Die Startaufstellung der Grün-weißen war mit Ø 22,91 Jahren jung wie selten zuvor, denn mit Dustin Jung, Moritz Schlüter und Moritz Rosemann waren drei Spieler aus dem Jahrgang 2000, sowie mit Noah Birkemeyer und Moritz Niemeyer zwei 99er von Beginn an auf dem Platz.

Die Borgloher begannen sehr ordentlich und hatten in den ersten fünf Minuten schon drei Ecken. Nach der dritten Hereingabe von Stürmer Noah Birkemeyer war Pascal Schweer am zweiten Pfosten ungedeckt, verfehlte aber knapp das Tor. Die nächste gute Chance hatte der rechte Außenstürmer Moritz Niemeyer in der 11. Spielminute, als er nach einer schönen Kombination im letzten Moment geblockt wurde. Bei dieser Aktion verletzte sich Klosters Kapitän Nils Miebach und musste ausgewechselt werden.

 

- Doppelschlag zur 2:0 Führung -

Der erste Treffer fiel dann in der 15. Spielminute nach einem perfekt ausgespielten Konter. Henrik Meyer zu Allendorf leitete den Ball nach Pass von Dustin Jung in den Lauf von Moritz Niemeyer weiter. Der Youngster zündete gegen weit aufgerückte Gäste seinen Turbo und passte vom Strafraumeck in den Lauf von Noah Birkemeyer, der am zweiten Pfosten mitgelaufen war und den Ball zum 1:0 über die Linie drückte.
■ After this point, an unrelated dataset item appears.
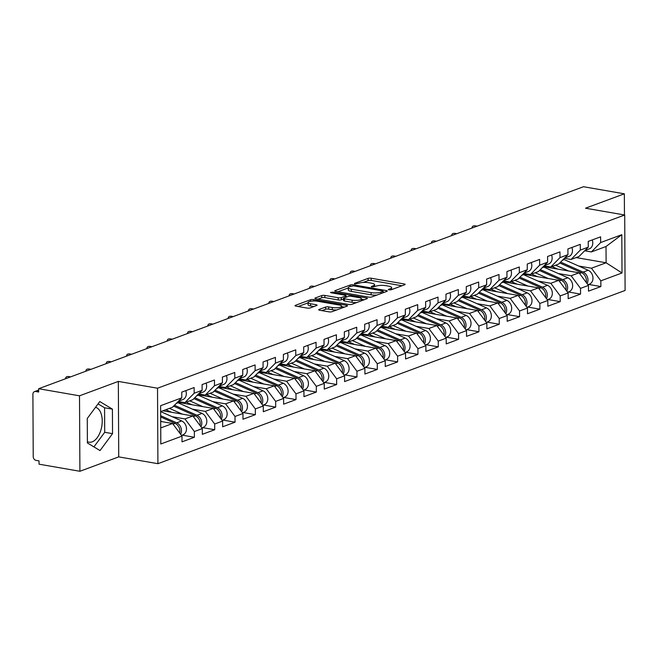 <?xml version="1.0" encoding="UTF-8"?>
<svg xmlns="http://www.w3.org/2000/svg" width="658" height="658" viewBox="0 0 658 658"><rect width="100%" height="100%" fill="white"/><g stroke="black" fill="none" stroke-linecap="round" stroke-linejoin="round"><path stroke-width="0.99" d="M388.968 289.89L391.14 289.783L404.728 284.741A2.237 0.568 -0.3 0 0 405.131 284.412A2.237 0.568 -0.3 0 0 404.176 283.952L371.211 278.235A2.237 0.568 -0.3 0 0 368.102 278.392L354.514 283.425L354.901 283.985L358.832 283.22A7.148 1.826 -0.3 0 1 368.793 282.718L371.54 283.195A7.148 1.826 -0.3 0 1 374.591 284.675A7.148 1.826 -0.3 0 1 373.308 285.728L371.268 286.617L371.935 286.937L375.866 286.172A7.148 1.826 -0.3 0 1 385.818 285.671L388.565 286.148A7.148 1.826 -0.3 0 1 391.625 287.628A7.148 1.826 -0.3 0 1 390.334 288.689L388.294 289.569L388.968 289.89M87.391 441.625A17.75 9.845 99.8 0 0 89.036 442.184A17.75 9.845 99.8 0 0 92.153 441.863A17.75 9.845 99.8 0 0 102.089 424.023A17.75 9.845 99.8 0 0 95.517 407.302M319.122 309.457A2.237 0.568 -0.3 0 0 318.719 309.786A2.237 0.568 -0.3 0 0 319.673 310.247L328.918 311.851A2.237 0.568 -0.3 0 0 332.035 311.695L347.12 306.102A2.237 0.568 -0.3 0 0 347.523 305.773A2.237 0.568 -0.3 0 0 346.569 305.312L313.603 299.596A2.237 0.568 -0.3 0 0 310.494 299.752L295.401 305.345A2.237 0.568 -0.3 0 0 294.998 305.674A2.237 0.568 -0.3 0 0 295.952 306.135L307.13 308.076A2.237 0.568 -0.3 0 0 310.239 307.919L316.695 305.526A2.237 0.568 -0.3 0 0 317.098 305.197A2.237 0.568 -0.3 0 0 316.144 304.728L310.601 303.774A5.971 1.53 -0.3 0 1 308.051 302.532A5.971 1.53 -0.3 0 1 311.259 301.167A5.971 1.53 -0.3 0 1 317.444 301.232L339.15 304.999A5.971 1.53 -0.3 0 1 341.699 306.233A5.971 1.53 -0.3 0 1 338.492 307.607A5.971 1.53 -0.3 0 1 332.306 307.533L328.687 306.908A2.237 0.568 -0.3 0 0 325.578 307.064L319.122 309.457L319.122 310.115M118.333 381.418L79.511 395.812L38.649 388.722L583.481 186.724L624.343 193.814L585.521 208.208L624.705 215.001L157.517 388.212L118.333 381.418L118.728 456.882L157.912 463.684L157.517 388.212M368.694 297.112A2.237 0.568 -0.3 0 0 371.803 296.955L386.888 291.362A2.237 0.568 -0.3 0 0 387.291 291.025A2.237 0.568 -0.3 0 0 386.336 290.565L353.371 284.848A2.237 0.568 -0.3 0 0 350.262 285.004L335.169 290.597A2.237 0.568 -0.3 0 0 334.766 290.926A2.237 0.568 -0.3 0 0 335.728 291.387L368.694 297.112M367.008 298.732L351.915 304.325A2.237 0.568 -0.3 0 1 348.806 304.481L315.84 298.765A2.237 0.568 -0.3 0 1 314.886 298.304A2.237 0.568 -0.3 0 1 315.289 297.975L321.746 295.574A2.237 0.568 -0.3 0 1 324.855 295.417L338.228 297.737A2.237 0.568 -0.3 0 0 341.337 297.581L345.623 295.993A2.237 0.568 -0.3 0 0 346.018 295.664A2.237 0.568 -0.3 0 0 345.063 295.203L331.147 292.785L330.481 292.465L332.94 292.127L366.457 297.942A2.237 0.568 -0.3 0 1 367.411 298.403A2.237 0.568 -0.3 0 1 367.008 298.732M157.912 463.684L625.1 290.466L624.705 215.001M182.118 435.135L194.39 437.257L194.365 431.541L184.972 418.924L172.116 416.695M194.39 437.257L182.011 441.847L181.986 436.131L160.815 443.977L160.618 405.698L181.781 397.843L181.756 392.127L194.135 387.537L194.159 393.254L202.105 390.309L202.08 384.593L214.459 380.003L214.483 385.72L222.429 382.775L222.404 377.059L234.783 372.469L234.807 378.185L242.753 375.241L242.728 369.516L255.098 364.927L255.131 370.651L263.077 367.707L263.052 361.982L275.422 357.393L275.455 363.117L283.401 360.173L283.376 354.448L295.746 349.859L295.779 355.583L303.725 352.639L303.7 346.914L316.07 342.325L316.103 348.049L324.049 345.096L324.024 339.38L336.394 334.79L336.427 340.507L344.373 337.562L344.348 331.846L356.718 327.256L356.751 332.973L364.696 330.028L364.672 324.312L377.042 319.722L377.075 325.439L385.02 322.494L384.988 316.769L397.366 312.188L397.399 317.904L405.344 314.96L405.312 309.235L417.69 304.646L417.723 310.37L425.668 307.426L425.636 301.701L438.014 297.112L438.047 302.836L445.992 299.892L445.96 294.167L458.338 289.578L458.371 295.302L466.316 292.349L466.283 286.633L478.662 282.043L478.695 287.768L486.64 284.815L486.607 279.099L498.986 274.509L499.019 280.226L506.964 277.281L506.931 271.565L519.31 266.975L519.343 272.692L527.288 269.747L527.255 264.031L539.634 259.441L539.667 265.158L547.612 262.213L547.579 256.488L559.958 251.907L559.991 257.623L567.936 254.679L567.903 248.954L580.282 244.365L580.315 250.089L588.26 247.145L588.227 241.42L600.606 236.831L600.639 242.555L621.802 234.7L622.007 272.988L600.836 280.834L591.452 268.217L578.596 265.988M588.597 284.429L600.869 286.559L600.836 280.834M600.869 286.559L588.491 291.149L588.458 285.424L580.512 288.369L571.128 275.751L558.272 273.522M568.273 291.963L580.545 294.093L580.512 288.369M580.545 294.093L568.167 298.683L568.134 292.958L560.188 295.911L550.804 283.285L537.948 281.056M547.95 299.497L560.221 301.627L560.188 295.911M560.221 301.627L547.843 306.217L547.81 300.492L539.864 303.445L530.48 290.82L517.624 288.591M527.626 307.031L539.897 309.161L539.864 303.445M539.897 309.161L527.519 313.751L527.486 308.034L519.54 310.979L510.156 298.362L497.3 296.125M507.302 314.573L519.573 316.695L519.54 310.979M519.573 316.695L507.195 321.285L507.162 315.569L499.216 318.513L489.832 305.896L476.976 303.667M486.978 322.107L499.249 324.229L499.216 318.513M499.249 324.229L486.871 328.819L486.838 323.103L478.892 326.047L469.508 313.43L456.652 311.201M466.654 329.642L478.925 331.772L478.892 326.047M478.925 331.772L466.547 336.361L466.514 330.637L458.568 333.581L449.184 320.964L436.328 318.735M446.33 337.176L458.601 339.306L458.568 333.581M458.601 339.306L446.223 343.895L446.19 338.171L438.244 341.115L428.86 328.498L416.004 326.269M426.006 344.71L438.277 346.84L438.244 341.115M438.277 346.84L425.899 351.43L425.866 345.705L417.92 348.65L408.536 336.032L395.68 333.803M405.682 352.244L417.953 354.374L417.92 348.65M417.953 354.374L405.575 358.964L405.542 353.239L397.596 356.192L388.212 343.566L375.356 341.337M385.358 359.778L397.629 361.908L397.596 356.192M397.629 361.908L385.251 366.498L385.226 360.781L377.273 363.726L367.888 351.101L355.032 348.872M365.034 367.312L377.305 369.442L377.273 363.726M377.305 369.442L364.927 374.032L364.902 368.315L356.949 371.26L347.564 358.643L334.708 356.414M344.71 374.854L356.981 376.976L356.949 371.26M356.981 376.976L344.603 381.566L344.578 375.85L336.625 378.794L327.24 366.177L314.384 363.948M324.386 382.388L336.657 384.519L336.625 378.794M336.657 384.519L324.279 389.1L324.254 383.384L316.301 386.328L306.916 373.711L294.06 371.482M304.062 389.923L316.334 392.053L316.301 386.328M316.334 392.053L303.955 396.642L303.93 390.918L295.977 393.862L286.592 381.245L273.736 379.016M283.738 397.457L296.01 399.587L295.977 393.862M296.01 399.587L283.631 404.176L283.606 398.452L275.653 401.396L266.268 388.779L253.412 386.55M263.414 404.991L275.686 407.121L275.653 401.396M275.686 407.121L263.307 411.711L263.282 405.986L255.329 408.939L245.944 396.313L233.088 394.084M243.09 412.525L255.362 414.655L255.329 408.939M255.362 414.655L242.983 419.245L242.958 413.52L235.013 416.473L225.62 403.848L212.764 401.619M222.766 420.059L235.038 422.189L235.013 416.473M235.038 422.189L222.659 426.779L222.634 421.062L214.689 424.007L205.296 411.39L192.44 409.153M202.442 427.601L214.714 429.723L214.689 424.007M214.714 429.723L202.335 434.313L202.31 428.597L194.365 431.541M178.195 401.479L184.89 402.638L194.159 393.254M202.105 390.309L192.835 399.694L184.89 402.638M184.972 418.924L192.926 415.971L162.945 410.773M202.31 428.597L192.926 415.971M198.519 393.945L205.214 395.104L214.483 385.72M222.429 382.775L213.159 392.16L205.214 395.104M205.296 411.39L213.241 408.437L177.454 402.227M222.634 421.062L213.241 408.437M218.843 386.411L225.538 387.57L234.807 378.185M242.753 375.241L233.483 384.626L225.538 387.57M225.62 403.848L233.565 400.903L197.778 394.693M242.958 413.52L233.565 400.903M239.167 378.876L245.862 380.036L255.131 370.651M263.077 367.707L253.807 377.092L245.862 380.036M245.944 396.313L253.889 393.369L218.102 387.159M263.282 405.986L253.889 393.369M259.491 371.334L266.186 372.502L275.455 363.117M283.401 360.173L274.131 369.549L266.186 372.502M266.268 388.779L274.213 385.835L238.426 379.625M283.606 398.452L274.213 385.835M279.815 363.8L286.51 364.96L295.779 355.583M303.725 352.639L294.455 362.015L286.51 364.96M286.592 381.245L294.537 378.301L258.75 372.091M303.93 390.918L294.537 378.301M300.138 356.266L306.834 357.426L316.103 348.049M324.049 345.096L314.779 354.481L306.834 357.426M306.916 373.711L314.861 370.767L279.066 364.557M324.254 383.384L314.861 370.767M320.462 348.732L327.158 349.892L336.427 340.507M344.373 337.562L335.103 346.947L327.158 349.892M327.24 366.177L335.185 363.232L299.39 357.023M344.578 375.85L335.185 363.232M340.786 341.198L347.482 342.357L356.751 332.973M364.696 330.028L355.427 339.413L347.482 342.357M347.564 358.643L355.509 355.69L319.714 349.48M364.902 368.315L355.509 355.69M361.11 333.664L367.806 334.823L377.075 325.439M385.02 322.494L375.751 331.879L367.806 334.823M367.888 351.101L375.833 348.156L340.038 341.946M385.226 360.781L375.833 348.156M381.434 326.129L388.13 327.289L397.399 317.904M405.344 314.96L396.075 324.345L388.13 327.289M388.212 343.566L396.157 340.622L360.362 334.412M405.542 353.239L396.157 340.622M401.758 318.595L408.454 319.755L417.723 310.37M425.668 307.426L416.399 316.802L408.454 319.755M408.536 336.032L416.481 333.088L380.686 326.878M425.866 345.705L416.481 333.088M422.082 311.053L428.777 312.221L438.047 302.836M445.992 299.892L436.723 309.268L428.777 312.221M428.86 328.498L436.805 325.554L401.01 319.344M446.19 338.171L436.805 325.554M442.406 303.519L449.101 304.679L458.371 295.302M466.316 292.349L457.047 301.734L449.101 304.679M449.184 320.964L457.129 318.02L421.334 311.81M466.514 330.637L457.129 318.02M462.73 295.985L469.417 297.145L478.695 287.768M486.64 284.815L477.371 294.2L469.417 297.145M469.508 313.43L477.453 310.486L441.658 304.276M486.838 323.103L477.453 310.486M483.054 288.451L489.741 289.61L499.019 280.226M506.964 277.281L497.695 286.666L489.741 289.61M489.832 305.896L497.777 302.943L461.982 296.742M507.162 315.569L497.777 302.943M503.37 280.917L510.065 282.076L519.343 272.692M527.288 269.747L518.019 279.132L510.065 282.076M510.156 298.362L518.101 295.409L482.306 289.199M527.486 308.034L518.101 295.409M523.694 273.383L530.389 274.542L539.667 265.158M547.612 262.213L538.343 271.598L530.389 274.542M530.48 290.82L538.425 287.875L502.63 281.665M547.81 300.492L538.425 287.875M544.018 265.848L550.713 267.008L559.991 257.623M567.936 254.679L558.667 264.064L550.713 267.008M550.804 283.285L558.749 280.341L522.954 274.131M568.134 292.958L558.749 280.341M564.342 258.306L571.037 259.474L580.315 250.089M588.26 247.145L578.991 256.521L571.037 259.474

Nur sieben Minuten später war wieder ein Konter der Ausgangspunkt zum 2:0. Dieses Mal war es Pascal Schweer, der von der rechten Außenbahn nach innen zog. Beim Flankenversuch wurde der Borgloher Stoßstürmer auf Höhe des Fünfmeterraums unsanft von den Beinen geholt. Den berechtigten Foulelfmeter verwandelte Kapitän Henrik Meyer zu Allendorf mit etwas Glück, denn Torwart Matthias Redzewsky war noch am Ball, konnte diesen aber nicht mehr entscheidend abwehren.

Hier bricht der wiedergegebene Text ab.